US 80 has existed since 1928, from Vicksburg and through Meridian. It was paved in numerous sections, including the section in Warren County. That section was straightened out in 1934. By 1960, I-20 was being constructed, and intersected US 80 east of Vicksburg. Four years later, I-20 was extended, connecting to US 80 just west of the Warren–Hinds county line. An interchange was built there by 1967. US 80 realigned south of the interchange, and no longer intersected I-20 near Bovina a few years later. Twenty-four years later, in 1998, US 80 in Warren County was realigned onto I-20, and the alignment between Vicksburg and Bovina became MS 822. No significant changes have been made to the route since.

- Junction list

| Location | mi | km | Destinations | Notes |
| Vicksburg | 0.000 | 0.000 | Clay Street / Old Highway 27 – Vicksburg National Military Park | Western terminus |
| 0.090 | 0.145 | Frontage Road | Start state maintenance |
| 0.235– 0.616 | 0.378– 0.991 | I-20 / US 61 / US 80 – Jackson, Natchez, Monroe | No access from I-20 westbound to MS 822 eastbound & no access to I-20 eastbound from westbound MS 822 |
| ​ | 1.279 | 2.058 | MS 27 to I-20 east / US 61 north / US 80 east – Utica, Rolling Fork |  |
| Bovina | 6.389 | 10.282 | Old US 80 | End state maintenance |
1.000 mi = 1.609 km; 1.000 km = 0.621 mi Incomplete access;

==MS 826==

Mississippi Highway 826 (MS 826) is a short state highway in western Mississippi. The route starts at U.S. Route 61 (US 61) south of Rolling Fork. The road then travels northward through farmland, and MS 826 ends at its intersection with MS 14, west of the town. The road was constructed in 1955 to bypass Rolling Fork, and the route was designated around 1957, after a proposal by Sharkey County to transfer the road to state maintenance.

==MS 844==

Mississippi Highway 844 (MS 844) is a short highway near Crystal Springs, Mississippi. The route starts at Interstate 55 (I-55), and connects to U.S. Route 51 (US 51) east of the interstate highway. The road that became MS 844 was constructed around 1967, and was hidden in maps by 1974. Instead, a new loop near Crystal Springs was created. The route reappeared by 1998, and the section of MS 844 east of US 51 was transferred to the county by 2005.

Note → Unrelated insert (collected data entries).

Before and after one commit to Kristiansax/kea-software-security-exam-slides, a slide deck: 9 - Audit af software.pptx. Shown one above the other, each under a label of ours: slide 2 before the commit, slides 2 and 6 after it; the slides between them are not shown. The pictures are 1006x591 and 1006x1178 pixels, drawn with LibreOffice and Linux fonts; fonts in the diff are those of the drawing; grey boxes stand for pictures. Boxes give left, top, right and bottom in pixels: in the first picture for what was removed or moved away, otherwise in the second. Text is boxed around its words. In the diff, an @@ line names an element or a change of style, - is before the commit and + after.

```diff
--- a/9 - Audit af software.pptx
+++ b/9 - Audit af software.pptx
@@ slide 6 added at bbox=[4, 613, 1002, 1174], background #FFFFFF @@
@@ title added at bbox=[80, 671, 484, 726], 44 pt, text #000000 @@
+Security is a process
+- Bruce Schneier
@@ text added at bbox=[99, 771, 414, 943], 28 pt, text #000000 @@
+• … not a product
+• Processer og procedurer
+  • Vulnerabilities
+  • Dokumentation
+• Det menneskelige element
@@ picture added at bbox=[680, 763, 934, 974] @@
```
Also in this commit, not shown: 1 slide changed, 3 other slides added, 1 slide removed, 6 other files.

MS 844 officially begins just west of the I-55 interchange where the road continues west as Pat Harrison Drive. Heading east from the start of state maintenance, the highway reaches I-55 at a diamond interchange, and travels westward. The route then travels eastward shortly, before ending at US 51. The road, known as South Pat Harrison Drive continues on into Crystal Springs. In 2013, Mississippi Department of Transportation (MDOT) calculated as many as 910 vehicles traveling west of US 51. MS 844 is legally defined in Mississippi Code § 65-3-3, and is maintained by MDOT, as part of the state highway system.

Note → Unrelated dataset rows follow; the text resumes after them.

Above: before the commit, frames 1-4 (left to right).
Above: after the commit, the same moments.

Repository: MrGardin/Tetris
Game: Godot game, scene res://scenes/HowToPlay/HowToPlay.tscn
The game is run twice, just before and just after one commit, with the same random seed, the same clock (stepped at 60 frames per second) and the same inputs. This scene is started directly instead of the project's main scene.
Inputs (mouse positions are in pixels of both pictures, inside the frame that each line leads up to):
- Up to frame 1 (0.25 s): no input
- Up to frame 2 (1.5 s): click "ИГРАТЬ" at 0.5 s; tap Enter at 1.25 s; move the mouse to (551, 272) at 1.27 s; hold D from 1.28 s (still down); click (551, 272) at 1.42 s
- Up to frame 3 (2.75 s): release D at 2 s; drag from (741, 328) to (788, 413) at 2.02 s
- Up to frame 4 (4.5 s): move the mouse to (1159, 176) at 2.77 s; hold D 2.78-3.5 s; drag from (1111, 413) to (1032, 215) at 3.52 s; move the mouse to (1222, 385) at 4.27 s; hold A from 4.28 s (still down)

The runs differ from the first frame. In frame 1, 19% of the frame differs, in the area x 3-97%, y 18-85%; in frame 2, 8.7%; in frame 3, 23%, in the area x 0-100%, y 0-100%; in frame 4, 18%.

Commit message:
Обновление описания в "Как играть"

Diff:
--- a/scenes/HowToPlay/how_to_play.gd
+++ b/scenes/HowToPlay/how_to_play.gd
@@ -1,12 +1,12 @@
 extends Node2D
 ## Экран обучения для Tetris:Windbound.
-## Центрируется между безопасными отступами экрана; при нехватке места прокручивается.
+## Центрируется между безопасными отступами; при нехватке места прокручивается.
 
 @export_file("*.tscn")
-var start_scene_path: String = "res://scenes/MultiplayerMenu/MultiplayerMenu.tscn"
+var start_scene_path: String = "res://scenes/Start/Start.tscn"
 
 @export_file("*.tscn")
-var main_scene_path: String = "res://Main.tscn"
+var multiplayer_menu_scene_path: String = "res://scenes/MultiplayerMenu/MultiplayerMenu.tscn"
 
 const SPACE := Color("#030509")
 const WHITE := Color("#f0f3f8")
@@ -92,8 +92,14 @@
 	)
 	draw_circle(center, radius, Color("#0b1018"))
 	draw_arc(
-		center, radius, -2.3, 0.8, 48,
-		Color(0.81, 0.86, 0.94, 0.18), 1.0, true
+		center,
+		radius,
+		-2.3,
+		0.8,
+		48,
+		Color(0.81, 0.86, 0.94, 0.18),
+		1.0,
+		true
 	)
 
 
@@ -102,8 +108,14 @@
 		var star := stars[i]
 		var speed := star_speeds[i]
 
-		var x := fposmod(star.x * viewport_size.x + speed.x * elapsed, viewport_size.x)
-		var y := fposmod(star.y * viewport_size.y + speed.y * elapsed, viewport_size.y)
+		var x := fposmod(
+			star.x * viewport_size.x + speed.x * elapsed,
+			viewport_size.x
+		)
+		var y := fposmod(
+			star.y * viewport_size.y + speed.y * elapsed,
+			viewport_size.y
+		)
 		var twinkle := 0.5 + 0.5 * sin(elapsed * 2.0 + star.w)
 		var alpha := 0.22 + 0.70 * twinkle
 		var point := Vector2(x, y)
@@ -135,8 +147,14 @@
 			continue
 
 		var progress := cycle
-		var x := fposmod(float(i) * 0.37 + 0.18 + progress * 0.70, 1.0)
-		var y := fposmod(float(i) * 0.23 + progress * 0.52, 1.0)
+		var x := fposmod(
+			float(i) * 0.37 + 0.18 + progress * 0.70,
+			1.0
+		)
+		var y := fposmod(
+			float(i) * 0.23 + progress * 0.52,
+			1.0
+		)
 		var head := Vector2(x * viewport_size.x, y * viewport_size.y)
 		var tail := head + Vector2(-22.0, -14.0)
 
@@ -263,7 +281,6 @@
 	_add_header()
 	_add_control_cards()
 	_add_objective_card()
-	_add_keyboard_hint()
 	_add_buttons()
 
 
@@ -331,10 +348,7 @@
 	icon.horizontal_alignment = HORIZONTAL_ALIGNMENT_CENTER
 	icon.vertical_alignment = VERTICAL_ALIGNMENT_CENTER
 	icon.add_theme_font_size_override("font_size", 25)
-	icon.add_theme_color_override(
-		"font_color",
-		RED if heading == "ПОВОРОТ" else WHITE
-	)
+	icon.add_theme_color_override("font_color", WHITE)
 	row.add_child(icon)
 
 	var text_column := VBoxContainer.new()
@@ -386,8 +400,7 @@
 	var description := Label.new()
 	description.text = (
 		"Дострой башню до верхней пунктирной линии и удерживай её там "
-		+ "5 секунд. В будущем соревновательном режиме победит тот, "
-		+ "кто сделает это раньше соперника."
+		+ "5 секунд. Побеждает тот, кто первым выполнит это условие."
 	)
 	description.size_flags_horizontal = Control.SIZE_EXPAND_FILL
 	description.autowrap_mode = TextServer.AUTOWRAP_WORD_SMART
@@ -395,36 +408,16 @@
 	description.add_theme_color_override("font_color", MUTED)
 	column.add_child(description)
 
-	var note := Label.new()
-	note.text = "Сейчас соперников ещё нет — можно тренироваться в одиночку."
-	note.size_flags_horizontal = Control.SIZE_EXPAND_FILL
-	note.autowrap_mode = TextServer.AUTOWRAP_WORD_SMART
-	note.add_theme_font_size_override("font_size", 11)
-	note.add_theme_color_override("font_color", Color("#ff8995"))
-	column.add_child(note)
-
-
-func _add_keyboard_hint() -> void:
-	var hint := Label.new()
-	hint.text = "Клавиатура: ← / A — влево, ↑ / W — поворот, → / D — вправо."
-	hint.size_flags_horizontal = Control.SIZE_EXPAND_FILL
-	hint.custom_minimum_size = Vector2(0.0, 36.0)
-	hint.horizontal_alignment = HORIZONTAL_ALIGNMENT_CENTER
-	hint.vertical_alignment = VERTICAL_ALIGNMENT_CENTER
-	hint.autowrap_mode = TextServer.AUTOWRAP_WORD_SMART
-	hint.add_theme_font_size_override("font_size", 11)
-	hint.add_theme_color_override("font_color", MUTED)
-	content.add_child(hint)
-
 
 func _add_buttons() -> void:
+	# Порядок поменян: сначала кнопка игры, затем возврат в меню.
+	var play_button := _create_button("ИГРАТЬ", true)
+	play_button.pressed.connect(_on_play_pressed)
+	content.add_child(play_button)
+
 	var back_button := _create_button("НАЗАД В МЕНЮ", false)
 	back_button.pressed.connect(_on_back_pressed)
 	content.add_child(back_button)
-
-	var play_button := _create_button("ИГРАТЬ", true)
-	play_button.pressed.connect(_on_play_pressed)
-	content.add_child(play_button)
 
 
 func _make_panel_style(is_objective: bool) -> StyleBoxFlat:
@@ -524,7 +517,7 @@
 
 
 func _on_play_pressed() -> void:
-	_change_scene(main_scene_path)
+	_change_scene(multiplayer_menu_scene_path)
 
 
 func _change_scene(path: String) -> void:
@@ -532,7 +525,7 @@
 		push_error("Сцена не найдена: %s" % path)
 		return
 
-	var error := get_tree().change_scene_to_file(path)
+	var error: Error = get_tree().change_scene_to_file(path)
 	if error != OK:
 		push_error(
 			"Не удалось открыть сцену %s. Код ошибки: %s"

A paved road from I-55 to US 51 has existed since 1967, as sections of I-55 were being constructed. By 1974, it was removed from the state highway map. A new, locally maintained loop around Crystal Springs appeared in the same year. Around 1998, the short route between I-55 and US 51 became part of MS 844. The loop was transferred back to county maintenance in 2005, leaving the short road as part of MS 844.

- Junction list

| Location | mi | km | Destinations | Notes |
| ​ | 0.00 | 0.00 | I-55 – McComb, Jackson | Western terminus; diamond interchange; I-55 exit 68 |
| ​ | 0.457 | 0.735 | US 51 / South Pat Harrison Drive | Eastern terminus |
1.000 mi = 1.609 km; 1.000 km = 0.621 mi

==MS 886==

Mississippi Highway 886 (MS 886) is a highway in Central Mississippi. The western terminus is at I-55/Old Agency Road in Ridgeland & the eastern terminus is at US 51 in Ridgeland.